How to Avoid Identifier Mayhem: Concepts (Part 2 of 3)

This is Part 2 of the Identifier Blog series. In Part 1, we examined why we care about identifiers in media creation workflows. In this part, we will explore several concepts related to identifiers as well as how the MovieLabs Ontology for Media Creation (OMC) defines and makes use of them. This will help us navigate the final part of this blog series, which focuses on best practices and recommendations.

This blog article is written in the form of Q&A. We discuss the general concepts and terminology and related OMC aspects. Let’s jump right into the Q&A.

What is an identifier in OMC?

1. An identifier uniquely identifies an entity within a particular scope and typically is a string of characters. OMC specifies the kind of entities that can be given an identifier. A narrative scene, a slate, an asset, a task, and a participant are examples of such entities. Many more are defined in the OMC. OMC also defines when a collection of entities can be given its own identifier.
2. Identifiers are useful for finding entities or descriptions of the entities and then we can reason or interact with those entities⁴ as discussed in the “What makes a good identifier?” question below. Identifiers are also useful to differentiate one entity from another entity.
3. In this article, we use ‘thing’ interchangeably with ‘entity’. Referent is the technical term for this thing – it’s what the identifier refers to.

In the world of computers, more things are consumed, processed, and interacted with and at a much higher scale than in the physical world, making identifiers more important now than ever before.

A thing could have more than one identifier each in a different scope and that is fine if the systems around the thing are designed to handle them. In general, however, we should create a new identifier for a thing only if we cannot use an existing identifier in our workflows.

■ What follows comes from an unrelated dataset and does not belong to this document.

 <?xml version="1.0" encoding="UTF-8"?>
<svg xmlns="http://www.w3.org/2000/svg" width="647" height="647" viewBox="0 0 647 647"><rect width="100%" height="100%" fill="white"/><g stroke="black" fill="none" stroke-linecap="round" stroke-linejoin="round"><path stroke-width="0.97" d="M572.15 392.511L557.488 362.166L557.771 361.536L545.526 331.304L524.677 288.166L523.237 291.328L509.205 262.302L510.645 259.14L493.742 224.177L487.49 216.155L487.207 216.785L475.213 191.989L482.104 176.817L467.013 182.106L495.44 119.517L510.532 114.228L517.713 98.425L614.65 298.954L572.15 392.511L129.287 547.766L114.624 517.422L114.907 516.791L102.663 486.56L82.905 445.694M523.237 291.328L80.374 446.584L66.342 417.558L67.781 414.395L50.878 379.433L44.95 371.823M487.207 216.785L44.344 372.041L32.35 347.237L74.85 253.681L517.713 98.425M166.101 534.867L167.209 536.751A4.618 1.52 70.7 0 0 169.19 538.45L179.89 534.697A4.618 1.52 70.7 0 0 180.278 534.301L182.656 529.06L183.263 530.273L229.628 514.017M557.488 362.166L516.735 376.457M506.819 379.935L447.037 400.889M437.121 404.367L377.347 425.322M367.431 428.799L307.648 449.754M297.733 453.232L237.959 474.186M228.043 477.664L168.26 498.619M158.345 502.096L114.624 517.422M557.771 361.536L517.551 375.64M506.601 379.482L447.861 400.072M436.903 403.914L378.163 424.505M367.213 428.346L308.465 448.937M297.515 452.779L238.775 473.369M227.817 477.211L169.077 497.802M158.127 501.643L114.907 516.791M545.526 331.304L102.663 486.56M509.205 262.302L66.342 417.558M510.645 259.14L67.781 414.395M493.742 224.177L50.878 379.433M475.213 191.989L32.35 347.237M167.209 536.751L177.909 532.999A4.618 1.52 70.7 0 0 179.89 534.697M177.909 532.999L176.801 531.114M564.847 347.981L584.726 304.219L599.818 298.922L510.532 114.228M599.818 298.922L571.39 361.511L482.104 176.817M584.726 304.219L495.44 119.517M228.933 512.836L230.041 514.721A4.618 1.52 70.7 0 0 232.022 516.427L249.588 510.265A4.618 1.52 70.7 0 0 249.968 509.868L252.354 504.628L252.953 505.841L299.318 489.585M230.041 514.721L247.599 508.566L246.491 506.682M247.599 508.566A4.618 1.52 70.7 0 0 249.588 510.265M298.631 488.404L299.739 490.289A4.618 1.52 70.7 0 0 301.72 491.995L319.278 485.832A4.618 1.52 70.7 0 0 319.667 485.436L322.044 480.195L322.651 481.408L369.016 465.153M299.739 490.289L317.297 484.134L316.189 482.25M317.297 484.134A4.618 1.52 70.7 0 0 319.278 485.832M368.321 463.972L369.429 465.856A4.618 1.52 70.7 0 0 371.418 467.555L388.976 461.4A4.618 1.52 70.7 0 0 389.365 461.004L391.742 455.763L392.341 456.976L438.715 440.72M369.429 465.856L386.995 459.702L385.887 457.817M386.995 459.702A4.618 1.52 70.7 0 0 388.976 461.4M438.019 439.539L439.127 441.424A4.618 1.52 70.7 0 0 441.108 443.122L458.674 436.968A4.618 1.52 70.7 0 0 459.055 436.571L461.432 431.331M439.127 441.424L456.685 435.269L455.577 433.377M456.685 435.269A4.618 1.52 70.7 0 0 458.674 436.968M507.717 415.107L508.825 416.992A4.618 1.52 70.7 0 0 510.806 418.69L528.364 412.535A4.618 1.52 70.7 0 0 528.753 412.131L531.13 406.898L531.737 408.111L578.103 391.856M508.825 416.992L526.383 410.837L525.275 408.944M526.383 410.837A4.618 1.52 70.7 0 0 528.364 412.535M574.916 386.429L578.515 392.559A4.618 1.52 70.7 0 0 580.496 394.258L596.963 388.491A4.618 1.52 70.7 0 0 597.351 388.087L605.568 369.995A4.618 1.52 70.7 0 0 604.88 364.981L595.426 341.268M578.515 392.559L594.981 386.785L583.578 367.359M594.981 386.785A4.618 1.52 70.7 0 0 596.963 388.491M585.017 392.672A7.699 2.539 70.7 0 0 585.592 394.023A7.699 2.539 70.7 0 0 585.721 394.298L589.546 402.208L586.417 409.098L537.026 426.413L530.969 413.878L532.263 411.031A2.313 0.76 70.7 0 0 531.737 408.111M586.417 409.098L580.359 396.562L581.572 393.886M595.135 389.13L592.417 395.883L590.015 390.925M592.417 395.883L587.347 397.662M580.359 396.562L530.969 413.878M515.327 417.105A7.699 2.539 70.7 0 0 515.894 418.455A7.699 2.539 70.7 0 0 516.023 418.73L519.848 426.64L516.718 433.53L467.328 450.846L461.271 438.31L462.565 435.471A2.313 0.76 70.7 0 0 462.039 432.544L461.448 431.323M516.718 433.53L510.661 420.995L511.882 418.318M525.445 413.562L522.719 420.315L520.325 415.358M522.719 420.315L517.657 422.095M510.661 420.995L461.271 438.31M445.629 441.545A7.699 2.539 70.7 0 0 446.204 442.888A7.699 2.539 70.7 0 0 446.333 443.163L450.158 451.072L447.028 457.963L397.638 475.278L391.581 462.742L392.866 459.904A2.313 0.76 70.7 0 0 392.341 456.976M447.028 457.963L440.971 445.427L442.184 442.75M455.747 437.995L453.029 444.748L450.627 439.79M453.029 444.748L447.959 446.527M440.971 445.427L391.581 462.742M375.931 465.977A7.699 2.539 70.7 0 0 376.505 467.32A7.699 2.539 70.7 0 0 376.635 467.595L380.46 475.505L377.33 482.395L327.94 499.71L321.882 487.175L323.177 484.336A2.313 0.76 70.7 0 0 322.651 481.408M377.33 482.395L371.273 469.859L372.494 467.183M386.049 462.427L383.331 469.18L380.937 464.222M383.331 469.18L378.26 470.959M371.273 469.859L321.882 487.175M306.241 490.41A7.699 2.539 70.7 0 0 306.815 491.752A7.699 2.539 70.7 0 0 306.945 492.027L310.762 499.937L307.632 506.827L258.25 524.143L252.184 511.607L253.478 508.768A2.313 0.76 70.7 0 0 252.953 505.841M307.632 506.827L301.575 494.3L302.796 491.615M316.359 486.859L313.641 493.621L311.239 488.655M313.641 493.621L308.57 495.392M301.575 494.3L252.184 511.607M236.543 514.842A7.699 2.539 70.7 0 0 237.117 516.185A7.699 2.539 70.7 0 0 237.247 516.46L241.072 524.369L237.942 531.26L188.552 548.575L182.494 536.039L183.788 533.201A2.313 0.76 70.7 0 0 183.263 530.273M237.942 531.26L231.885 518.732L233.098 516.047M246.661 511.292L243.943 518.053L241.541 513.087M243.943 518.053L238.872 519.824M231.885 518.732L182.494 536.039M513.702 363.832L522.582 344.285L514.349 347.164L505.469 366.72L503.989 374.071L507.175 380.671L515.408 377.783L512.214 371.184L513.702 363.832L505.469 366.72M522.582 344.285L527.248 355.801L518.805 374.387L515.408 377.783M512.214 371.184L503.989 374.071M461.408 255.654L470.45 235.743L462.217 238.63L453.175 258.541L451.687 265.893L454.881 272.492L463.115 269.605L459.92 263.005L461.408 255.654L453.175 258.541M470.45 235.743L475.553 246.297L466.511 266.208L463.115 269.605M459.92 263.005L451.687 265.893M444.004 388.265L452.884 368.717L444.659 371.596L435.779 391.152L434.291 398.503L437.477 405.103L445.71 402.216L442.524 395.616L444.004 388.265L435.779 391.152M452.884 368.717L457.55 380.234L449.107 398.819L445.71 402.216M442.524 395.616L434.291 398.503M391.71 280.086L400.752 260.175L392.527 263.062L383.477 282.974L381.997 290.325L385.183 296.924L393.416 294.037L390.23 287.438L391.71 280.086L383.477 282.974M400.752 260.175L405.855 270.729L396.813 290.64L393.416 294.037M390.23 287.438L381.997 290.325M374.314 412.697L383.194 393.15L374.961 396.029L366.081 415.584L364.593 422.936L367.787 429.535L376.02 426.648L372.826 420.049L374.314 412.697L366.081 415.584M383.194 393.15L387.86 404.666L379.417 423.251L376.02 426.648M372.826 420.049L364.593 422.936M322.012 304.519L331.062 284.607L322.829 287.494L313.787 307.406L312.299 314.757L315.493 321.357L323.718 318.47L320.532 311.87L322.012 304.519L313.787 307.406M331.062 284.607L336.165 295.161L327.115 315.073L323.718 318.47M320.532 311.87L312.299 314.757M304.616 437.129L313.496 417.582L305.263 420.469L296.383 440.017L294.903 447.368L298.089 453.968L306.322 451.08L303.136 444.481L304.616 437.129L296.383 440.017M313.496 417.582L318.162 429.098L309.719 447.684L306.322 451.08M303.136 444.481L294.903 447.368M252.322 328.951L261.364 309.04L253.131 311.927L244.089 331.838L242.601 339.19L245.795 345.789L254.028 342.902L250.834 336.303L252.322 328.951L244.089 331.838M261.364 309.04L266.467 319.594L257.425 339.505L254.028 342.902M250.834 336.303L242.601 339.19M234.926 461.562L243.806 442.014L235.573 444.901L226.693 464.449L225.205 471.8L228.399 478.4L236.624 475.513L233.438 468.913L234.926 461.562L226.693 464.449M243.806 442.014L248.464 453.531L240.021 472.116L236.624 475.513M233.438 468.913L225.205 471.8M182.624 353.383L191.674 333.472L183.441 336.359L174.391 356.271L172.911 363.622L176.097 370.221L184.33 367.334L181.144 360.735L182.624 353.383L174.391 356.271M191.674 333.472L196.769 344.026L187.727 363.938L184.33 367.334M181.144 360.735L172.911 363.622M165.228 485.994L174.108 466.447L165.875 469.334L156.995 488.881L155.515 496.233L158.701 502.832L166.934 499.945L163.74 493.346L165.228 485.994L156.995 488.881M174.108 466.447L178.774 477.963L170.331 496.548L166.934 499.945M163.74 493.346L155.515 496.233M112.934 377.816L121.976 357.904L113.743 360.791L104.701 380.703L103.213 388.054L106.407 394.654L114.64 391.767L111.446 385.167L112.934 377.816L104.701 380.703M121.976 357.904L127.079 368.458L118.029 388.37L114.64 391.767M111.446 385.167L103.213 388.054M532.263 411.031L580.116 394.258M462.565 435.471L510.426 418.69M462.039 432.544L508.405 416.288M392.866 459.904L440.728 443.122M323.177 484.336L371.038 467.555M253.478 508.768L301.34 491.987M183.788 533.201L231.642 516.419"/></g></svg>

Conversely, when two or more things are referred to by the same identifier, it leads to ambiguity about the thing. Ambiguity in computer systems and especially in the world of data leads to bottlenecks, confusion and, often, overhead of engaging humans to resolve the ambiguity, which is often a frustrating and time-consuming process.

How do you figure out the boundaries of a thing?

The principle of Appropriate Granularity is useful here. It boils down to this: you should allot an identifier to a thing only if it needs to be distinguished from related things. For example:

1. An identifier does not have to be associated with an individual file. It could, for example, be associated with a bucket of files. This will work if the process that is consuming the bucket need not distinguish between individual files, like when crunching website logs for the month to perform some analytics. On the other hand, if each file in the bucket is processed individually by tasks, such as when reviewing concept art files, then there is a reason to identify each file separately.
2. Indeed, the identifier could be at a level below an individual file – for example, it is appropriate to allot an identifier to each narrative scene in a script in order to refer to any scene without ambiguity, or to each video frame within a sequence if we need to isolate each frame.
3. In some situations, each version of a file may have its own identifier. This is especially true when, say, a downstream workflow needs to know which specific version of an asset it should include within a composition. In workflows in the 2030 Vision we strive for non-destructive workflows: we create a new version of an asset when a change is made so that we can ‘undo’ those changes back to the original source and therefore can have a proliferation of different versions all of which will need their own identifiers.
4. In digital media, a review aggregator only needs an identifier for “the film,” but for digital distribution of that film you have to differentiate between the North American theatrical release from the German dub of the director’s cut to make sure the distributor and the customer access the right thing.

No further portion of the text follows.